One other reason that I've found to use cloning is to support JSL inheritance. For instance here: https://jberet.gitbooks.io/jberet-user-guide/content/batch_jsl_inheritance_and_composition/

Cloning is used to copy the parent element definition to the actual concrete element, and then enhanced with the additional properties.

chengfang commented 3 years ago

In JBeret, it's used to clone certain objects. One is as Jan pointed out, to clone a job, which may contain property expressions that resolve to different values in each job executio. The other is to clone job execution and step execution objects in concurrent partitioned executions, as the spec requires each partition to have its own copy of job execution and step execution. And also as Roberto mentioned, it's also used in when a child job inheriting from parent job definition.

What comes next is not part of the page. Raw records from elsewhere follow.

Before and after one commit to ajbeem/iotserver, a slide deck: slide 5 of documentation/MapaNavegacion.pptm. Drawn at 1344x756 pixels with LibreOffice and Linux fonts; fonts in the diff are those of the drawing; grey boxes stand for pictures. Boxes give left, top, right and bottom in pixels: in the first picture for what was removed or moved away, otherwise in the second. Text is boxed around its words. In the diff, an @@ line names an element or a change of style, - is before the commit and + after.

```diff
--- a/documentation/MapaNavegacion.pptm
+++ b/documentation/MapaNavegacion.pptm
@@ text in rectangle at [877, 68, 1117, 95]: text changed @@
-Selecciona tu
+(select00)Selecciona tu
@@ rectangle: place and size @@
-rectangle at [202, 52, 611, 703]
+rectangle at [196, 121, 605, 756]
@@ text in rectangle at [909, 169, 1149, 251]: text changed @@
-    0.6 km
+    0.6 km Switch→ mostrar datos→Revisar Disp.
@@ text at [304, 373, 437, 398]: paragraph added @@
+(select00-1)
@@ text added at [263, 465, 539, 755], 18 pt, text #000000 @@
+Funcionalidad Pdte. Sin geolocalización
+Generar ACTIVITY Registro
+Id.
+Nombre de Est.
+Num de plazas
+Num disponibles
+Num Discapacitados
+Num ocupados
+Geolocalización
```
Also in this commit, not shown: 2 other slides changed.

It is the most straightforwad way to achive the spec requirement and keep isolation when we implemented it. If there is another cloning library that is Quarkus friendly, we should be able to swap it easily. As jboss-marshalling is used in other products, how do these products handles it when supporting Quarkus? Otherwise, we can implementing cloning in all affected classes and make sure they are properly isolated.

I'm not familiar with Quarkus recorders, but I think it should be okay to enhance current jberet model classes to meet Quarkus requirement. The main use case in Java batch is still based on xml job definition, with programmatic API to create job as minor one. I wouldn't worry too much about exposing any new constructor or methods to the users, if we can clearly document these methods. So overalll I think the more practical approach is to enhance the current job model, despite potential exposing unintended methods.

radcortez commented 3 years ago

As jboss-marshalling is used in other products, how do these products handles it when supporting Quarkus? Otherwise, we can implementing cloning in all affected classes and make sure they are properly isolated.

I don't know if we had this issue before. Maybe @geoand remembers something?

I'm not familiar with Quarkus recorders, but I think it should be okay to enhance current jberet model classes to meet Quarkus requirement.

As a simple way to state it, they generate the byte code associated with the runtime logic during deployment and then invoked at runtime. The key aspect here is that the recorded objects may require a no args contractor (we could override and use something else that is public as long as we have the data to call it) and public getters for all the required state.

So for instance in the case of Job#getTransitionElements this will fail in the Quarkus recorder because the Job implementation throws a IllegalStateException. On the other hand, it does seems wrong to just change that method to return null (or even an empty list) just because of Quarkus.

The main use case in Java batch is still based on xml job definition, with programmatic API to create job as minor one. I wouldn't worry too much about exposing any new constructor or methods to the users, if we can clearly document these methods. So overalll I think the more practical approach is to enhance the current job model, despite potential exposing unintended methods.

If you are fine to do the required changes by modifying the runtime model directly that will be great, since it would be a lot easier. Another alternative is to do it via builders, which I've suggested in https://github.com/jberet/jsr352/pull/132. Let me know which one do you prefer :)

chengfang commented 3 years ago

@radcortez I also feel directly modify the current model will be eaiser and IMO should be the preferred approach.

jmartisk commented 3 years ago

AFAIK no Quarkus extension depends on JBoss Marshalling. The typical use case of it is serializing objects for sending across the network, and Quarkus is HTTP&JSON focused so it's not really necessary. If we need to clone objects, I think we should implement our own cloning mechanism.

geoand commented 3 years ago

As @jmartisk says, we don't use JBoss Marshalling anywhere in Quarkus

radcortez commented 3 years ago

@radcortez I also feel directly modify the current model will be eaiser and IMO should be the preferred approach.

Great, let's go with that approach.

n1hility commented 3 years ago

Closing since this issue is partially obviated.